Several studies have shown that the healthy adult processes 25(OH)D at a rate equivalent to an intake of 3,000 to 5,000 I.U. vitamin D3 a day. As the rate at which the body metabolizes vitamin D3 from all sources into 25(OH)D can and will vary, it is entirely possible that 25(OH)D is consumed as fast or faster than it’s being metabolized from vitamin D3. Under these conditions, the body may be unable to build enough 25(OH)D reserves to reach a therapeutic level sufficient to prevent cluster headache attacks at a vitamin D3 dose of 10,000 IU/day.
Accordingly, if you don’t experience a favorable response with a significant reduction in the frequency and severity of your cluster headache attacks or go pain free for at least 24 hours after two full weeks on the basic regimen, you may need to titrate up on the vitamin D3 dose. You do this by increasing the daily dose of vitamin D3 by 5,000 I.U. on the 15th day of using this regimen from 10,000 IU/day to a total of 15,000 IU/day. In addition to increasing the daily intake of vitamin D3, add a loading dose of 50,000 IU vitamin D3 one day each week. This will bring your weekly total intake to 155,000 IU vitamin D3.

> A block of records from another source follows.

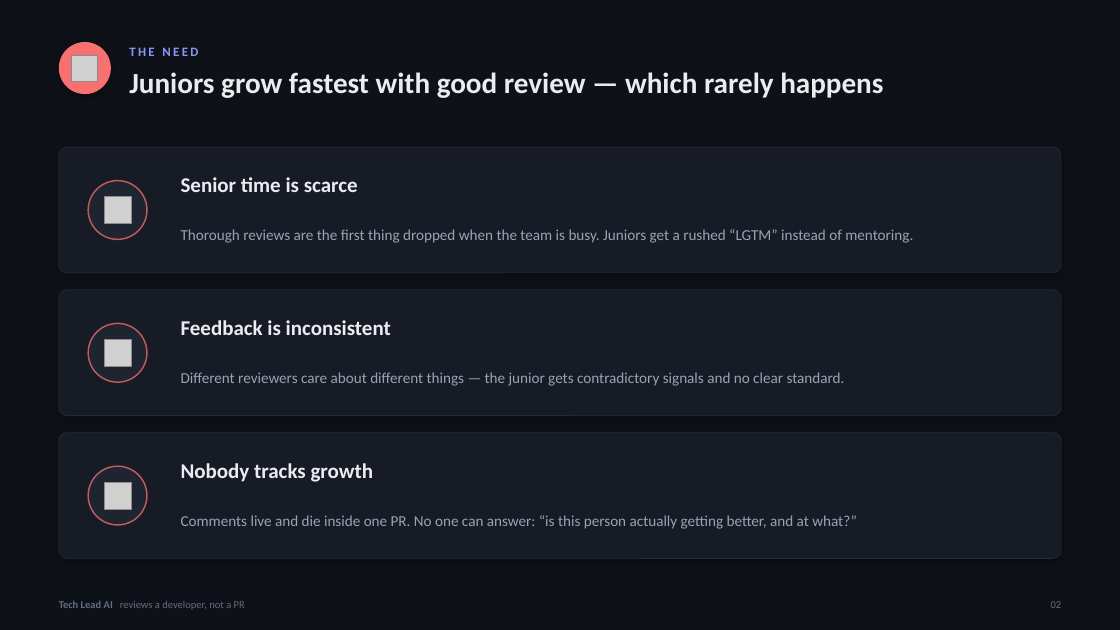
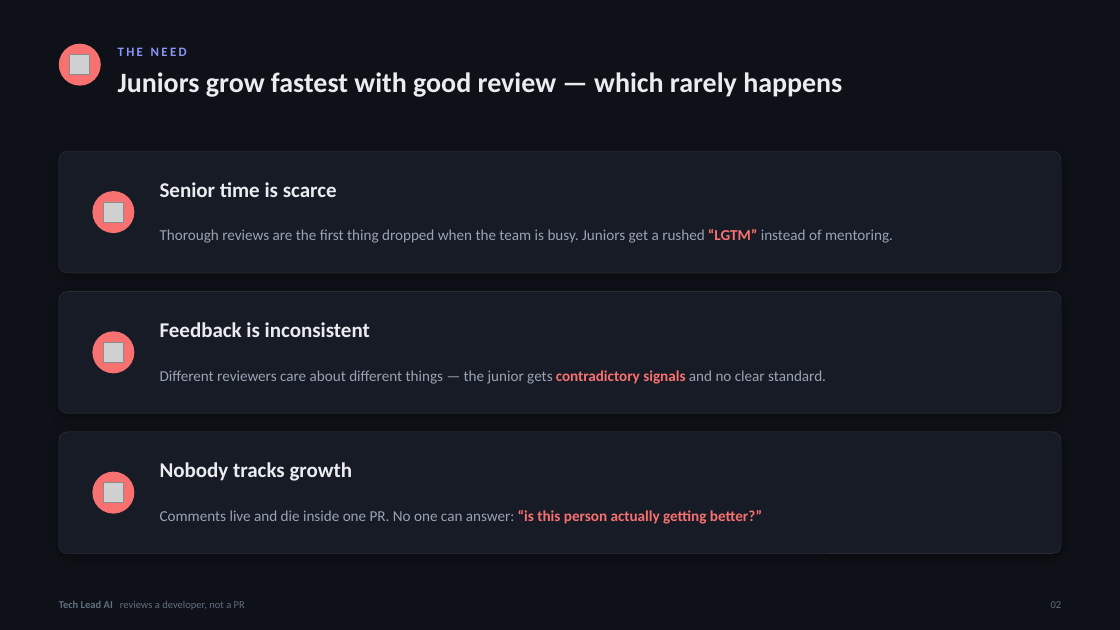
Before and after one commit to TechLead-AI/techlead-ai, a slide deck: slide 2 of TechLead2.pptx. Drawn at 1120x630 pixels with LibreOffice and Linux fonts; fonts in the diff are those of the drawing; grey boxes stand for pictures. Boxes give left, top, right and bottom in pixels: in the first picture for what was removed or moved away, otherwise in the second. Text is boxed around its words. In the diff, an @@ line names an element or a change of style, - is before the commit and + after.

```diff
--- a/TechLead2.pptx
+++ b/TechLead2.pptx
@@ ellipse: place and size @@
-ellipse at (59,42,111,94)
+ellipse at (59,44,101,86)
@@ ellipse at (59,44,101,86): shadow off @@
@@ picture: place and size @@
-picture at (71,55,97,82)
+picture at (70,55,90,75)
@@ text "THE NEED": place and size @@
-text "THE NEED" at (129,47,198,56)
+text "THE NEED" at (118,47,187,56)
@@ text "Juniors grow fastest with good ...": place and size @@
-text "Juniors grow fastest with good ..." at (129,72,883,98)
+text "Juniors grow fastest with good ..." at (118,72,842,97)
@@ text "Juniors grow fastest with good ..." at (118,72,842,97): size 25 to 24 pt @@
@@ rounded rectangle: place and size @@
-rounded rectangle at (59,147,1061,273)
+rounded rectangle at (59,151,1061,273)
@@ text "Senior time is scarce": place and size @@
-text "Senior time is scarce" at (181,177,358,192)
+text "Senior time is scarce" at (160,182,337,197)
@@ ellipse: place and size @@
-ellipse at (88,181,147,239)
+ellipse at (92,191,134,233)
@@ picture: place and size @@
-picture at (104,197,131,223)
+picture at (103,202,124,222)
@@ text "Thorough reviews are the first ...": place and size @@
-text "Thorough reviews are the first ..." at (181,229,913,243)
+text "Thorough reviews are the first ..." at (160,229,893,243)
@@ text "Thorough reviews are the first ..." at (160,229,893,243): text colour #9AA3B2 to #F87171, bold on in "“LGTM”"; line spacing 1.1 to 1.05 @@
@@ text "Feedback is inconsistent": place and size @@
-text "Feedback is inconsistent" at (181,320,391,335)
+text "Feedback is inconsistent" at (160,322,370,337)
@@ ellipse: place and size @@
-ellipse at (88,323,147,382)
+ellipse at (92,331,134,373)
@@ picture: place and size @@
-picture at (104,339,131,366)
+picture at (103,343,124,363)
@@ text "Different reviewers care about different ...": place and size @@
-text "Different reviewers care about different ..." at (181,372,845,386)
+text "Different reviewers care about different ..." at (160,370,826,384)
@@ text "Different reviewers care about different ..." at (160,370,826,384): text colour #9AA3B2 to #F87171, bold on in "contradictory signals"; line spacing 1.1 to 1.05 @@
@@ proportions changed in 3 elements at (59,292,1061,413), (59,151,1061,273), (59,432,1061,554) @@
@@ rounded rectangle: place and size @@
-rounded rectangle at (59,433,1061,559)
+rounded rectangle at (59,432,1061,554)
@@ fill #1E2430 to #F87171; outline #F87171 1.25 pt to none in 3 elements at (92,331,134,373), (92,191,134,233), (92,472,134,514) @@
@@ ellipse: place and size @@
-ellipse at (88,466,147,525)
+ellipse at (92,472,134,514)
@@ text "Nobody tracks growth": place and size @@
-text "Nobody tracks growth" at (181,463,374,482)
+text "Nobody tracks growth" at (160,462,353,481)
@@ picture: place and size @@
-picture at (104,482,131,509)
+picture at (103,483,124,503)
@@ text at (160,510,762,524): text changed @@
-Comments live and die inside one PR. No one can answer: “is this person actually getting better, and at what?”
+Comments live and die inside one PR. No one can answer: “is this person actually getting better?”
```
Also in this commit, not shown: 17 other slides changed, 2 slides added, 3 slides removed.

Continue to take the calcium, Omega 3 Fish Oil, and vitamin D3 cofactors at the same dose.
Continue at this dosing rate for one week. If there is no change in your cluster headache pattern by then, add an additional 5,000 IU/day vitamin D3 and continue the once a week loading dose. This will bring your weekly total vitamin D3 intake to 190,000 IU vtamin D3.

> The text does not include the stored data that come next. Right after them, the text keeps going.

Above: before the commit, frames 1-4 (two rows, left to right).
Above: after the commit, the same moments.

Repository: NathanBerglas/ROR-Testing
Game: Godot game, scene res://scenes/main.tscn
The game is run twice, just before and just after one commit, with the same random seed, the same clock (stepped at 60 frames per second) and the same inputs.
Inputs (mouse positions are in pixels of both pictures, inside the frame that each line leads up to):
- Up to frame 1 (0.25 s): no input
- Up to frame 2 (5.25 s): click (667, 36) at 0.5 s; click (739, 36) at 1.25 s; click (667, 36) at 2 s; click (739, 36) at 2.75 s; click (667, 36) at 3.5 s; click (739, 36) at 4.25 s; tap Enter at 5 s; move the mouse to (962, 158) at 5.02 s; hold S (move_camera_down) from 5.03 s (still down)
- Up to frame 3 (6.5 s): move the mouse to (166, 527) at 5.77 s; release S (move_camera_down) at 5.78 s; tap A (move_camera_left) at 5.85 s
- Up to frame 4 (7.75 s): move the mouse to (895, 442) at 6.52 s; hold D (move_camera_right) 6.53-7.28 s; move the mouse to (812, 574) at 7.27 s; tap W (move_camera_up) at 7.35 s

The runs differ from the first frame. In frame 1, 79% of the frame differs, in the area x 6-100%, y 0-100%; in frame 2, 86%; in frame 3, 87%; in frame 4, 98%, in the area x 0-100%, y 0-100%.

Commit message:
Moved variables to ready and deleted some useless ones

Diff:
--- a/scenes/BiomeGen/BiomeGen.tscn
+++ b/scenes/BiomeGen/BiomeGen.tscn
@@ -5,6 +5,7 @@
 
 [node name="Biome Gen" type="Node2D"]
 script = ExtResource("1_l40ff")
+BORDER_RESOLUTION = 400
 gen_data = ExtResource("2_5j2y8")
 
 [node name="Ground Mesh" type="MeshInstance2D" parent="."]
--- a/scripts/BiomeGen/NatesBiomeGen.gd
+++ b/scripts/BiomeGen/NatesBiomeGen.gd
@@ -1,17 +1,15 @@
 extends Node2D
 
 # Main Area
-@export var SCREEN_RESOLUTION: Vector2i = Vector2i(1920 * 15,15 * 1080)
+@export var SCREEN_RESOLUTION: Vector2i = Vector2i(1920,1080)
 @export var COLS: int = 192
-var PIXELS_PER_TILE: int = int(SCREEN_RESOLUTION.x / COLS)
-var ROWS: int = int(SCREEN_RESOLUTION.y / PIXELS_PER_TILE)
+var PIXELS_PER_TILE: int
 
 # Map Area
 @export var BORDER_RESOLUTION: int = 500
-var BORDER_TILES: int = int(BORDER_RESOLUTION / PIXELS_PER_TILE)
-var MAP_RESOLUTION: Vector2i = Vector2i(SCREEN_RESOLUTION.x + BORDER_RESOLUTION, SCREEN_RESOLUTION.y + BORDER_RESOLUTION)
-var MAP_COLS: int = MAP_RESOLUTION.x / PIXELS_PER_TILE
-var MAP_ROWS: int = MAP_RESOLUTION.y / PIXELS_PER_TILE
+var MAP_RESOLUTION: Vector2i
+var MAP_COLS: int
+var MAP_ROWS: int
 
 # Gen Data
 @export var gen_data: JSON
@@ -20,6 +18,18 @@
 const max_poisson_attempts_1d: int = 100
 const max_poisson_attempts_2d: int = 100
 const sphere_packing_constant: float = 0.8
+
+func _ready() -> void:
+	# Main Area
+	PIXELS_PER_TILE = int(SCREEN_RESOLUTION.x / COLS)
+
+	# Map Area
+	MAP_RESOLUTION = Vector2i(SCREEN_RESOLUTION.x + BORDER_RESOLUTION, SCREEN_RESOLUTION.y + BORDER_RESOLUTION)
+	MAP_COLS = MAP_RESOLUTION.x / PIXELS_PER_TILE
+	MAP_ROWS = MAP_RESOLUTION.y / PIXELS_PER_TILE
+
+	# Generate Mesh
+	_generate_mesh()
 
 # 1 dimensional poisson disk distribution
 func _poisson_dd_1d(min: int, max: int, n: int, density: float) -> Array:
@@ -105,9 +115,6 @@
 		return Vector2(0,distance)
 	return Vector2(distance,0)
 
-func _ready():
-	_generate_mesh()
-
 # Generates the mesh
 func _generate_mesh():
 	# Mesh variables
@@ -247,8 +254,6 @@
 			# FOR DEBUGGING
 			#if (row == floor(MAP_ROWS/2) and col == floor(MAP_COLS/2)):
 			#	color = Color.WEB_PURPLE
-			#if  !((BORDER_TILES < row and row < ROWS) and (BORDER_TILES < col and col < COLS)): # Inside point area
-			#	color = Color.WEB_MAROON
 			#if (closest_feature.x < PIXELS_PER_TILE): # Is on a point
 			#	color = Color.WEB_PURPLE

Continue at this dose for another week.
If you haven’t experience a favorable response by the time, then schedule a lab test for 25(OH)D. If your 25(OH)D level is still below 60 ng/mL, (150 nmol/L), continue at this dose for another month then repeat the lab test for 25(OH)D. If your 25(OH)D level is in the 60 to 110 ng/mL range and you still have not had a favorable response, reduce the vitamin D3 dose to 10,000 IU/day, see your PCP and ask for a consult with an endocrinologist. As an alternative, try to see an integrative or Homeopathic physician. They are generally more experienced in testing and treating vitamin and mineral deficient conditions than are neurologists or GPs.
For best absorption
This regimen can be taken any time of the day, but it’s best taken with an 8 oz. glass of lemonade, limeade, orange juice or any fruit juice high in citric acid sweetened with a little honey. Honey is a natural source of Boron, which is listed as one of the “cofactors” along with magnesium, vitamin K and zinc. The Vitamin D Council indicates these cofactors help in metabolizing vitamin D3 into 25(OH)D and also aid in maintaining calcium homeostasis. The calcium citrate and citric acid also combine to form a buffer that elevates stomach gastric juices and maintains this elevated pH for up to seven hours. That can help elevate arterial pH, which can aid in stimulating vasoconstriction in and around the trigeminal nerves.